リソースのリーク問題への解決策として使用できるのが、スマート ポインターです。スマート ポインター クラスはインターフェイス ポインターをカプセル化し、–> 演算子を上書きして、インターフェイス ポインターへのアクセスを提供します。そのため、スマート ポインター オブジェクトはインターフェイス ポインターのように使用することができます。ただし、スマート ポインター クラスで最も重要な細部は、スマート ポインターがスコープ外になった時点で、インターフェイス ポインターに対する IUnknown::Release を呼び出すデストラクターがある点です。つまり、オブジェクトの参照カウントは、スマート ポインター オブジェクトの寿命によって制御されるということです。そのため、たとえばスタック変数としてスマート ポインターを作成した場合、COM オブジェクトの寿命は、その関数が実行されている期間に自動的に制限されます。return の呼び出し、例外、あるいは単に関数の終わりなど、どのような方法で関数が終了するかにかかわらず、カプセル化されたインターフェイス ポインターの IUnknown::Release が呼び出されます。

Hilo アプリケーションは、ComPtr<> というスマート ポインター クラスを提供しています。このクラスは、COM オブジェクトのインターフェイスか否かにかかわらず、IUnknown から派生する任意のインターフェイス ポインターに使用できます。リスト 3 は、Hilo Browser アプリケーションのエントリポイント関数を示しています。BrowserApplication クラス (この後の章で詳しく説明) は、アプリケーションのメイン ウィンドウを提供し、IWindowApplication というインターフェイスを実装します。

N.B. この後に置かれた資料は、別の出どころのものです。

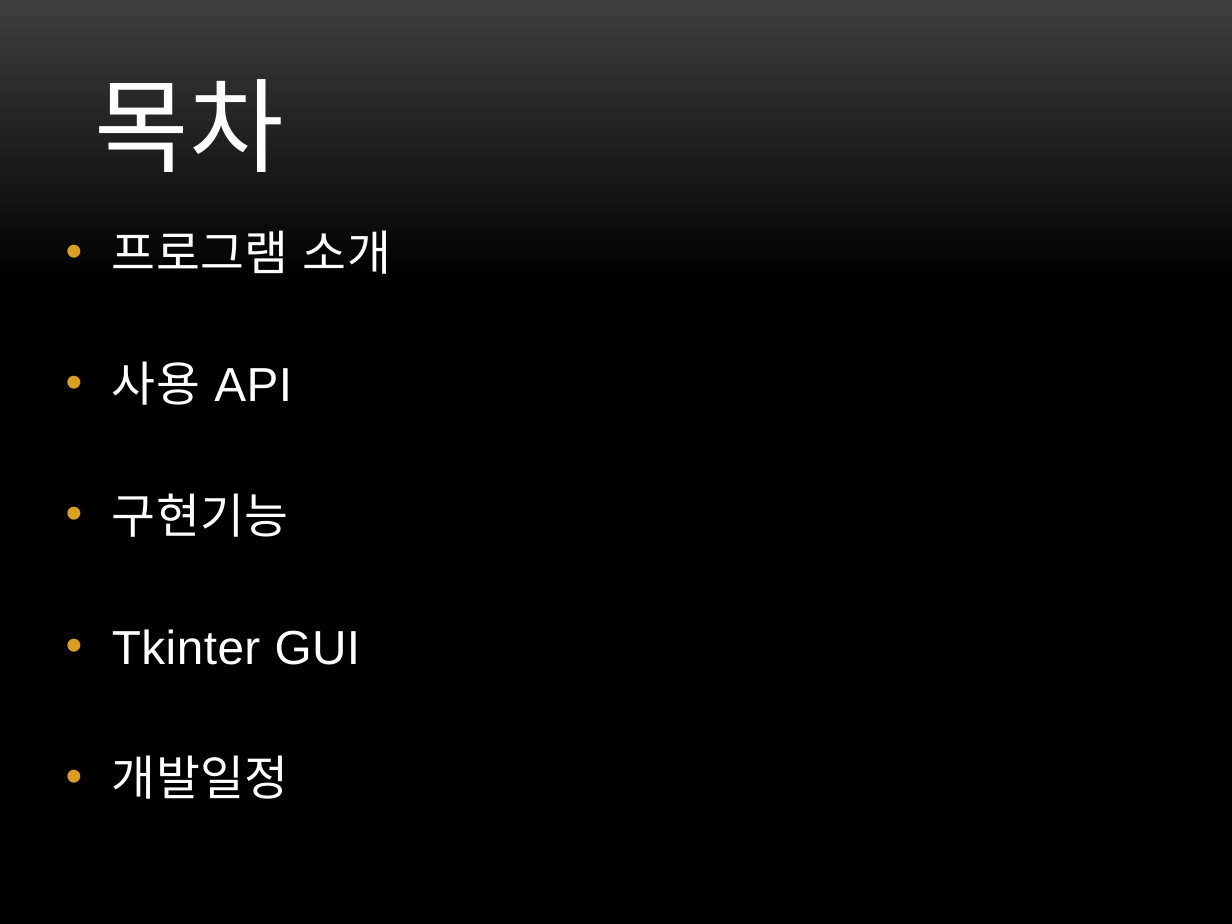
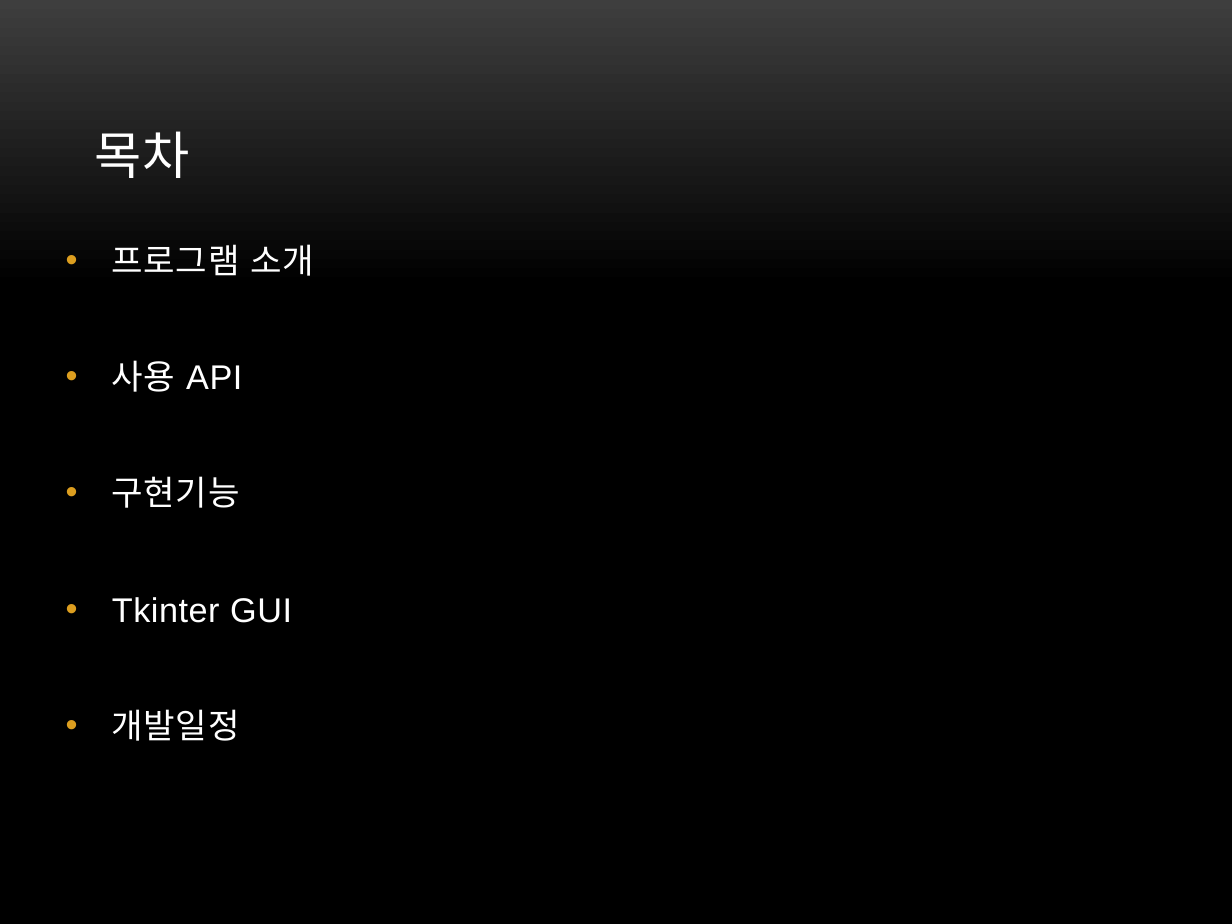
Before and after one commit to mminionss/script-language, a slide deck: slide 2 of 스크립트언어 팀플.pptx. Drawn at 1232x924 pixels with LibreOffice and Linux fonts; fonts in the diff are those of the drawing; background and template pictures are left out. Boxes give left, top, right and bottom in pixels: in the first picture for what was removed or moved away, otherwise in the second. Text is boxed around its words. In the diff, an @@ line names an element or a change of style, - is before the commit and + after.

```diff
--- a/스크립트언어 팀플.pptx
+++ b/스크립트언어 팀플.pptx
@@ title "목차" at bbox=[94, 131, 189, 178]: size 60 to 30 pt @@
@@ text "프로그램 소개" at bbox=[112, 244, 314, 741]: size 27.9 to 20 pt; line spacing 0.8 to 1; less space between paragraphs @@
```
Also in this commit, not shown: 3 other slides changed, 2 other files.

これは COM インターフェイスではありませんが、IUnknown インターフェイスから派生するので、BrowserApplication クラスのインスタンスについては参照カウントを使用して寿命を管理できます。

リスト 3 で呼び出されるテンプレート メソッド SharedObject<>::Create は、new 演算子を使用して C++ ヒープに BrowserApplication クラスのインスタンスを作成し、パラメータで表されるインターフェイス用に、このオブジェクトに対して IUnknown::QueryInterface を呼び出します。

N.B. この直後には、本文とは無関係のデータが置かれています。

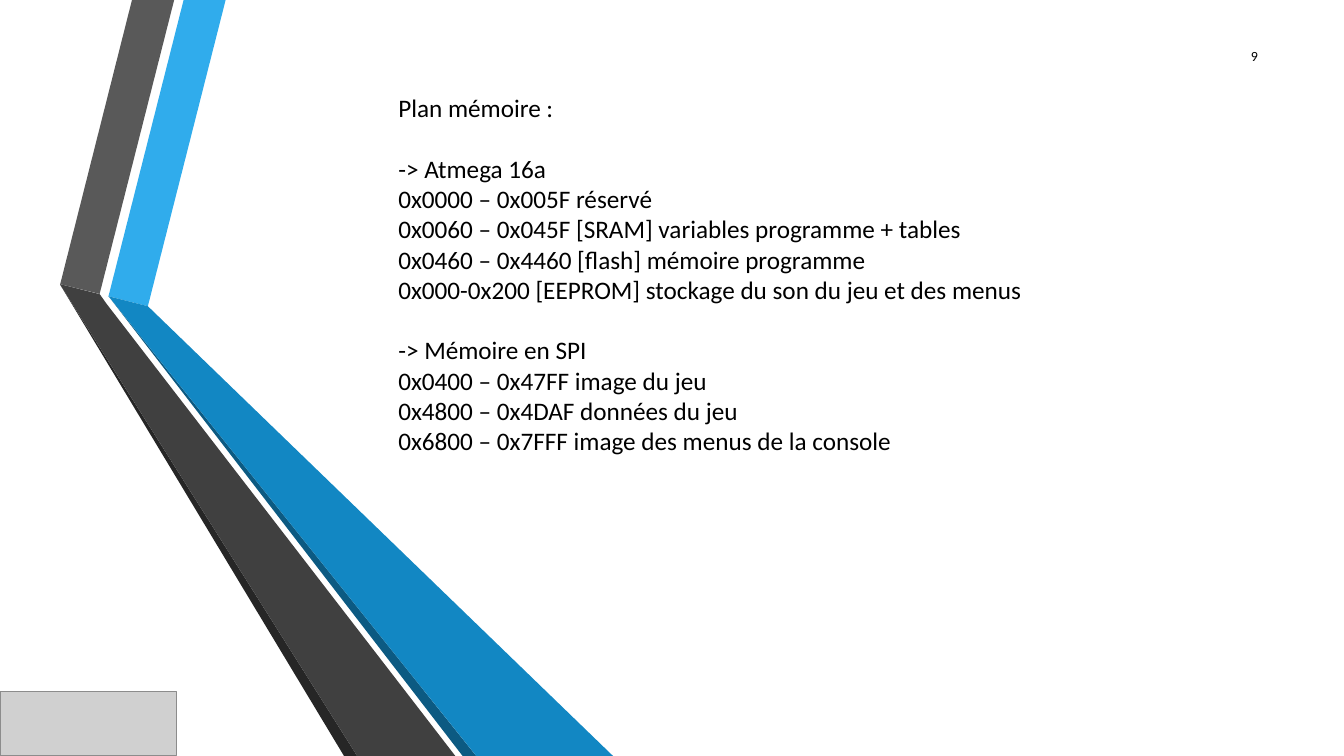
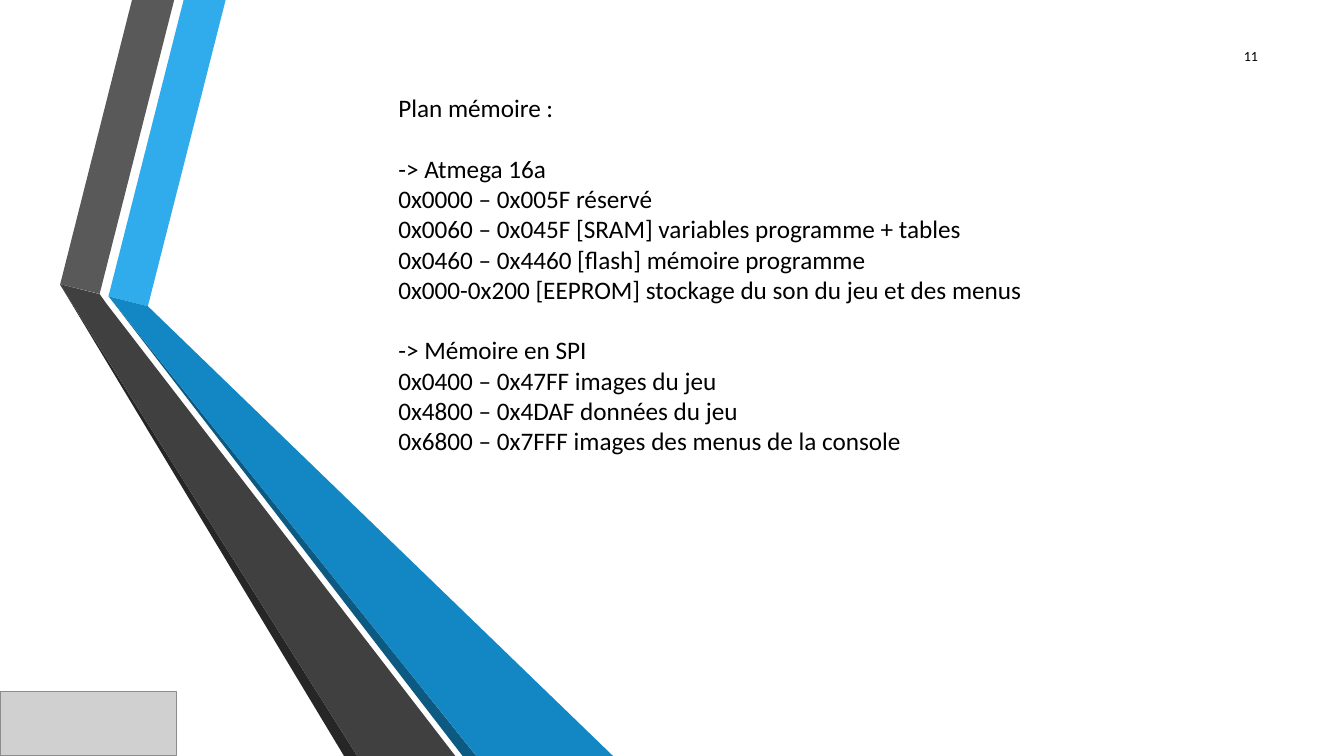
Before and after one commit to JeanSOUDIER/Bas-Niveau, a slide deck: slide 11 of Projet électif.pptx (slide 9 before the commit). Drawn at 1344x756 pixels with LibreOffice and Linux fonts; fonts in the diff are those of the drawing; grey boxes stand for pictures; background and template pictures are left out. Boxes give left, top, right and bottom in pixels: in the first picture for what was removed or moved away, otherwise in the second. Text is boxed around its words. In the diff, an @@ line names an element or a change of style, - is before the commit and + after.

```diff
--- a/Projet électif.pptx
+++ b/Projet électif.pptx
@@ page number at [1244,52,1258,61]: text changed @@
-9
+11
@@ text at [398,372,717,395]: text changed @@
-0x0400 – 0x47FF image du jeu
+0x0400 – 0x47FF images du jeu
@@ text at [398,432,900,455]: text changed @@
-0x6800 – 0x7FFF image des menus de la console
+0x6800 – 0x7FFF images des menus de la console
```
Also in this commit, not shown: 1 other slide changed, 4 slides added, 1 slide removed, 2 other files.

リスト 3 Hilo Browser アプリケーションのエントリポイント関数

int APIENTRY _tWinMain(HINSTANCE, HINSTANCE, LPTSTR, int)
{
ComPtr<IWindowApplication> mainApp;
HRESULT hr = SharedObject<BrowserApplication>::Create(&mainApp);
if (SUCCEEDED(hr))
   {
hr = mainApp->RunMessageLoop();
   }

return 0;
}

スタックで ComPtr<> 変数を宣言しているので、変数がスコープ外になった時点 (return ステートメントが呼び出された後) でデストラクターが呼び出され、それによってインターフェイス ポインターに対する IUnknown::Release が呼び出されます。さらに、それによって BrowserApplication オブジェクトのポインターに delete 演算子が呼び出されます。このコードから、IUnknown メソッドの実装は、COM オブジェクトを作成するコード (この場合、SharedObject<>::Create) の実装と密接に連携していることがわかります。これはオブジェクトの削除に使用するコードが、オブジェクトの作成に使用したコードに対応している必要があるためです。

IWindowApplication インターフェイスには RunMessageLoop というメソッドが含まれており、BrowserApplication クラスでのこのメソッドの実装では、これを使って標準の Windows メッセージ ループを提供しています。リスト 3 では、インターフェイス ポインターに RunMessageLoop メソッドを呼び出しているように見えますが、それは一面的な見方です。mainAppComPtr<> オブジェクトであるため、リスト 3 のコードは実際にはスマート ポインター クラスに対して演算子 –> を呼び出しており、それによってカプセル化されたインターフェイス ポインターに対してメソッドが呼び出されています。

まとめ

この記事では、Hilo アプリケーションの実装に使用したテクノロジが選ばれた根拠について説明しました。次の記事では、Hilo Browser アプリケーションにおけるユーザー エクスペリエンスの設計プロセスについて説明します。さらにその後の記事では、Hilo Common Library の設計と実装について説明します。